By the rythm of saffron teas, in the offices of politicians of all parties, disillusion is unanimous. "We are disappointed and pessimistic," says Naim Akthar, spokesman for the People Democratic Party (PDP), in the Opposition, "Our valley has been abandoned by the international community, when inhabitants are under the yoke of a brutal force. India gives a military answer to a political problem."

And the ranks of the mujahedin recruits never seems to dry up. In Sopore, Tawheed describes the circumstances that pushed his brother to take up arms. "In 2010, Aatir was 19, and a serious student. But he was arrested and tortured by the police. He disappeared in August 2012."

On December 18, Aatir was shot dead by security forces, along with four Pakistani mujahedins. "We received his corpse," says his brother, "No one cried: he was celebrated as a martyr."
On a commemorative card, his picture is printed with the caption "Lashkar-e-Toiba mujahedin." Just one year before, he was a student dreaming of a good job in the civil service.

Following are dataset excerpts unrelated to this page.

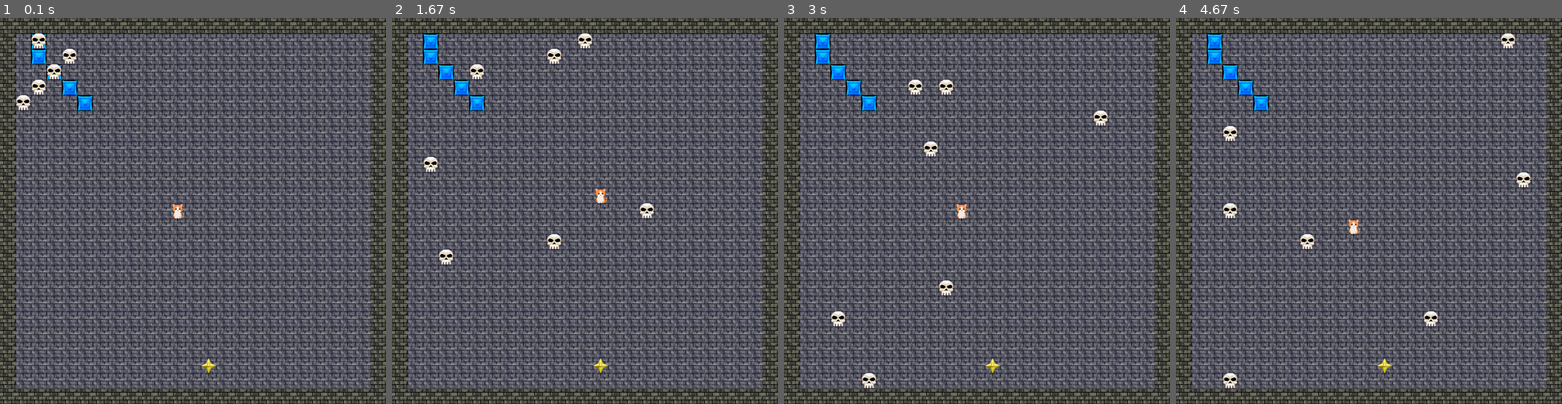
Above: before the commit, frames 1-4 (left to right).
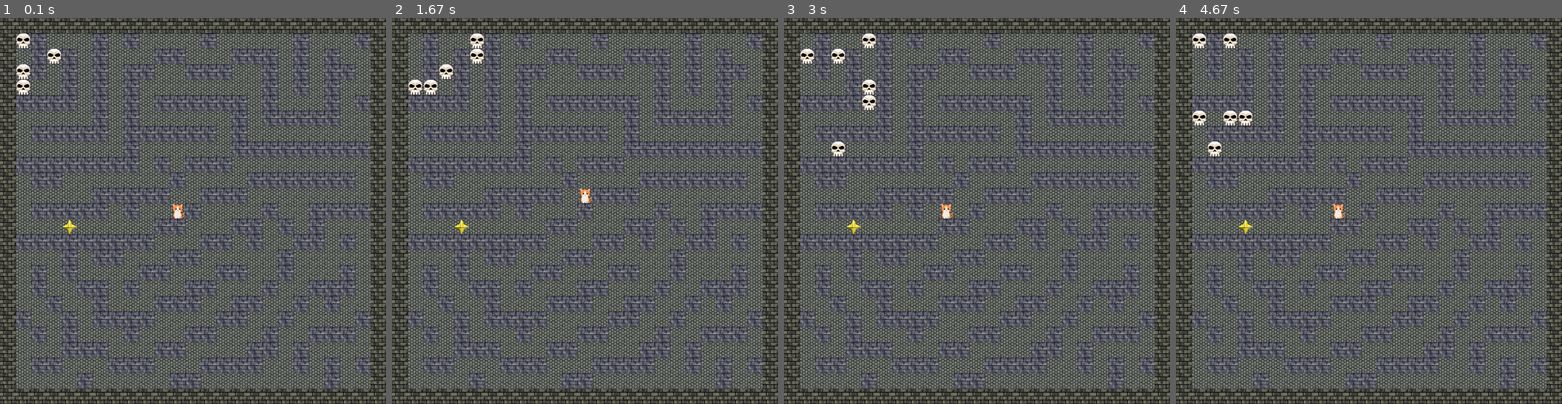
Above: after the commit, the same moments.

Repository: Gorexar/pygame-
Game: pygame game, started from FML game.py
Same seed, same stepped clock (60 frames per second), same inputs: the game is played once before the commit and once after it.
Inputs:
- Up to frame 1 (0.1 s): no input
- Up to frame 2 (1.67 s): hold Right 0.33-0.8 s; hold Up 0.83-1.3 s; hold Right from 1.33 s (still down)
- Up to frame 3 (3 s): release Right at 1.8 s; hold Left 1.83-2.37 s; hold Down 2.4-2.7 s; hold Left from 2.73 s (still down)
- Up to frame 4 (4.67 s): release Left at 3.13 s; hold Right 3.57-4.2 s; hold Down 4.23-4.6 s; hold Left from 4.63 s (still down)

The runs differ from the first frame. In frame 1, 37% of the frame differs, in the area x 4-96%, y 4-96%; in frame 2, 37%; in frame 3, 37%; in frame 4, 37%.

Commit message:
icon and maze buildt

Diff:
--- a/FML game.py
+++ b/FML game.py
@@ -48,29 +48,29 @@
 # Maze data (grid of 0s and 1s where 0 is path, 3 border, 2 etc HAS TO BE 25x25 PYTHON THINKS THINGS STARTING AT ZERO IS NORMAL
 maze = [#MAZE WALL OF ANNOYING
   [3, 3, 3, 3, 3, 3, 3, 3, 3, 3, 3, 3, 3, 3, 3, 3, 3, 3, 3, 3, 3, 3, 3, 3, 3],
-  [3, 1, 5, 1, 1, 1, 1, 1, 1, 1, 1, 1, 1, 1, 1, 1, 1, 1, 1, 1, 1, 1, 1, 1, 3],
-  [3, 1, 5, 1, 1, 1, 1, 1, 1, 1, 1, 1, 1, 1, 1, 1, 1, 1, 1, 1, 1, 1, 1, 1, 3],
-  [3, 1, 1, 5, 1, 1, 1, 1, 1, 1, 1, 1, 1, 1, 1, 1, 1, 1, 1, 1, 1, 1, 1, 1, 3],
-  [3, 1, 1, 1, 5, 1, 1, 1, 1, 1, 1, 1, 1, 1, 1, 1, 1, 1, 1, 1, 1, 1, 1, 1, 3],
-  [3, 1, 1, 1, 1, 5, 1, 1, 1, 1, 1, 1, 1, 1, 1, 1, 1, 1, 1, 1, 1, 1, 1, 1, 3],
-  [3, 1, 1, 1, 1, 1, 1, 1, 1, 1, 1, 1, 1, 1, 1, 1, 1, 1, 1, 1, 1, 1, 1, 1, 3],
-  [3, 1, 1, 1, 1, 1, 1, 1, 1, 1, 1, 1, 1, 1, 1, 1, 1, 1, 1, 1, 1, 1, 1, 1, 3],
-  [3, 1, 1, 1, 1, 1, 1, 1, 1, 1, 1, 1, 1, 1, 1, 1, 1, 1, 1, 1, 1, 1, 1, 1, 3],
-  [3, 1, 1, 1, 1, 1, 1, 1, 1, 1, 1, 1, 1, 1, 1, 1, 1, 1, 1, 1, 1, 1, 1, 1, 3],
-  [3, 1, 1, 1, 1, 1, 1, 1, 1, 1, 1, 1, 1, 1, 1, 1, 1, 1, 1, 1, 1, 1, 1, 1, 3],
-  [3, 1, 1, 1, 1, 1, 1, 1, 1, 1, 1, 1, 1, 1, 1, 1, 1, 1, 1, 1, 1, 1, 1, 1, 3],
-  [3, 1, 1, 1, 1, 1, 1, 1, 1, 1, 1, 1, 1, 1, 1, 1, 1, 1, 1, 1, 1, 1, 1, 1, 3],
-  [3, 1, 1, 1, 1, 1, 1, 1, 1, 1, 1, 1, 1, 1, 1, 1, 1, 1, 1, 1, 1, 1, 1, 1, 3],
-  [3, 1, 1, 1, 1, 1, 1, 1, 1, 1, 1, 1, 1, 1, 1, 1, 1, 1, 1, 1, 1, 1, 1, 1, 3],
-  [3, 1, 1, 1, 1, 1, 1, 1, 1, 1, 1, 1, 1, 1, 1, 1, 1, 1, 1, 1, 1, 1, 1, 1, 3],
-  [3, 1, 1, 1, 1, 1, 1, 1, 1, 1, 1, 1, 1, 1, 1, 1, 1, 1, 1, 1, 1, 1, 1, 1, 3],
-  [3, 1, 1, 1, 1, 1, 1, 1, 1, 1, 1, 1, 1, 1, 1, 1, 1, 1, 1, 1, 1, 1, 1, 1, 3],
-  [3, 1, 1, 1, 1, 1, 1, 1, 1, 1, 1, 1, 1, 1, 1, 1, 1, 1, 1, 1, 1, 1, 1, 1, 3],
-  [3, 1, 1, 1, 1, 1, 1, 1, 1, 1, 1, 1, 1, 1, 1, 1, 1, 1, 1, 1, 1, 1, 1, 1, 3],
-  [3, 1, 1, 1, 1, 1, 1, 1, 1, 1, 1, 1, 1, 1, 1, 1, 1, 1, 1, 1, 1, 1, 1, 1, 3],
-  [3, 1, 1, 1, 1, 1, 1, 1, 1, 1, 1, 1, 1, 1, 1, 1, 1, 1, 1, 1, 1, 1, 1, 1, 3],
-  [3, 1, 1, 1, 1, 1, 1, 1, 1, 1, 1, 1, 1, 1, 1, 1, 1, 1, 1, 1, 1, 1, 1, 1, 3],
-  [3, 1, 1, 1, 1, 1, 1, 1, 1, 1, 1, 1, 1, 1, 1, 1, 1, 1, 1, 1, 1, 1, 1, 1, 3],
+  [3, 1, 5, 1, 1, 1, 5, 1, 5, 1, 1, 1, 1, 5, 1, 1, 1, 1, 1, 5, 1, 1, 1, 5, 3],
+  [3, 1, 5, 1, 5, 1, 5, 1, 1, 1, 5, 5, 1, 1, 1, 5, 5, 5, 1, 5, 1, 5, 1, 1, 3],
+  [3, 1, 5, 1, 5, 1, 5, 1, 5, 5, 1, 1, 5, 5, 5, 1, 1, 5, 1, 5, 1, 5, 5, 1, 3],
+  [3, 1, 1, 1, 5, 1, 5, 1, 5, 1, 1, 1, 1, 1, 1, 1, 1, 5, 1, 5, 1, 5, 1, 1, 3],
+  [3, 5, 5, 5, 5, 1, 5, 1, 5, 1, 5, 5, 5, 5, 5, 5, 1, 5, 1, 1, 1, 5, 1, 5, 3],
+  [3, 1, 1, 1, 1, 1, 5, 1, 5, 1, 1, 1, 1, 1, 1, 5, 1, 5, 5, 5, 5, 5, 1, 1, 3],
+  [3, 1, 5, 5, 5, 5, 5, 1, 5, 5, 5, 5, 5, 5, 1, 5, 1, 1, 1, 1, 1, 1, 1, 1, 3],
+  [3, 1, 1, 1, 1, 1, 1, 1, 5, 1, 1, 1, 1, 1, 1, 5, 5, 5, 5, 5, 5, 5, 5, 5, 3],
+  [3, 5, 5, 5, 5, 5, 5, 5, 5, 1, 5, 1, 5, 5, 5, 1, 1, 1, 1, 1, 1, 1, 1, 1, 3],
+  [3, 1, 5, 5, 1, 1, 1, 1, 1, 1, 1, 5, 1, 1, 1, 1, 5, 5, 5, 5, 5, 5, 5, 1, 3],
+  [3, 1, 1, 1, 1, 1, 5, 5, 5, 5, 5, 1, 1, 5, 5, 5, 1, 1, 1, 1, 1, 1, 1, 1, 3],
+  [3, 1, 5, 5, 5, 5, 5, 1, 5, 1, 1, 1, 5, 1, 1, 1, 1, 5, 1, 1, 5, 5, 5, 5, 3],
+  [3, 1, 1, 1, 1, 1, 1, 1, 1, 1, 5, 5, 1, 1, 1, 5, 5, 1, 5, 1, 5, 1, 1, 1, 3],
+  [3, 5, 5, 5, 5, 5, 5, 5, 5, 5, 1, 1, 1, 5, 5, 1, 5, 1, 1, 5, 5, 1, 5, 1, 3],
+  [3, 1, 1, 1, 5, 1, 5, 5, 1, 1, 1, 5, 5, 1, 1, 1, 1, 1, 5, 1, 1, 1, 1, 1, 3],
+  [3, 1, 5, 1, 5, 1, 1, 1, 1, 5, 5, 1, 1, 1, 5, 5, 1, 1, 5, 1, 1, 1, 5, 1, 3],
+  [3, 1, 5, 1, 1, 5, 5, 1, 5, 1, 1, 1, 5, 5, 1, 1, 1, 5, 1, 1, 5, 5, 5, 1, 3],
+  [3, 1, 1, 5, 1, 1, 5, 1, 1, 1, 5, 5, 5, 1, 1, 5, 5, 1, 1, 5, 1, 5, 1, 1, 3],
+  [3, 5, 1, 1, 5, 1, 5, 5, 5, 5, 1, 1, 1, 1, 5, 5, 1, 1, 5, 1, 1, 1, 1, 5, 3],
+  [3, 1, 5, 1, 5, 1, 1, 1, 5, 1, 1, 1, 5, 5, 1, 1, 1, 5, 1, 1, 5, 5, 5, 1, 3],
+  [3, 1, 1, 1, 5, 5, 5, 1, 1, 1, 5, 5, 1, 1, 1, 1, 5, 5, 1, 5, 1, 1, 1, 1, 3],
+  [3, 1, 5, 5, 1, 1, 1, 5, 5, 5, 1, 1, 1, 5, 5, 5, 5, 1, 1, 5, 1, 5, 1, 5, 3],
+  [3, 1, 1, 1, 1, 5, 1, 1, 1, 1, 1, 5, 5, 1, 1, 1, 1, 1, 1, 1, 1, 5, 1, 1, 3],
   [3, 3, 3, 3, 3, 3, 3, 3, 3, 3, 3, 3, 3, 3, 3, 3, 3, 3, 3, 3, 3, 3, 3, 3, 3],
 
 ]
@@ -108,7 +108,7 @@
 
     # Check if the new position is a wall
     if valid:  # Only check for walls if bounds are okay
-        if maze[new_row][new_col] == 3:
+        if maze[new_row][new_col] == 3 or maze[new_row][new_col] == 5:
             valid = False
 
     # Return the validity status
@@ -158,16 +158,14 @@
         new_row = row
         new_col = col + 1
     else:
-        print("Invalid direction")
-        return  # Exit the function if direction is not valid
+        return
 
     # Check if the move is valid
     if is_move_valid(new_row, new_col):
         # Update player position if the move is valid
         player_pos[0] = new_row
         player_pos[1] = new_col
-    else:
-        print("Move is not valid")
+
 
 
 def check_item_pickup():
@@ -176,7 +174,7 @@
 
     if player_pos == item_pos:
 
-        if random.randint(1, 1) == 1: #10% of the time you win and game
+        if random.randint(1, 2) == 1: #10% of the time you win and game
             game_win = True
 
         else:
@@ -201,7 +199,7 @@
     screen.blit(npc_image, (0, 0))
     screen.blit(text, text_rect)
     pygame.display.flip()
-    pygame.time.wait(30000)
+    pygame.time.wait(3) #CHANGE BACK TO 10k
 
 
 
@@ -269,13 +267,13 @@
             x = (col) * tile_size #tile_size is just prettier than saying 50)
             y = (row) * tile_size
             if maze[row][col] == 1:
-                screen.blit(wall_image, (x, y))
+                screen.blit(path_image, (x, y))
             elif maze[row][col] == 2:  # draw walls
                 screen.blit(goal_image, (x, y))
             elif maze[row][col] == 3:  # Draw the goal tile
                 screen.blit(border_image, (x, y))
             else:
-                screen.blit(path_image, (x, y))
+                screen.blit(wall_image, (x, y))
 
 
 
Binary file changed: goal.png
Binary file changed: images/path_image.png

Now, the Baramulla, Sopore or Kupwara youths cast stones and yell slogans at security forces after the Friday prayer. And early death keeps arriving. Gulam Rassul Sodi, a Baramulla resident, weeps for his son Tahir, a 27-year-old PhD student, who was killed on March 15 by the paramilitary that suddenly opened fire on unarmed demonstrators.

According to a report, at least 500 members of the local law enforcement have committed abuses. "There is no improving of the human rights question," confides Zaffar Qurashi, the president of an association of 750 lawyers. "Even children are detained: 300 minors have been arrested for throwing stones."

On a plastic chair, in his Baramulla farm, Nisar looks at his children, who speak to each other in Urdu. As many others, Nisar (not his real name) crossed the border in 1999 to take up arms when he was 21. But this "war of liberation" from Pakistan was not his war. He gave up the kalashnikov to become a fruit and vegetable seller, and started a family.

One day, he heard of an Indian rehabilitation program for former Kashmiri mujahedins to return home. Fourteen 14 years later, he is back in his homeland. "Everything's changed," says the former mujahedin, with a forlorn smile, "But at least, war is over." Peace, however, has yet to arrive.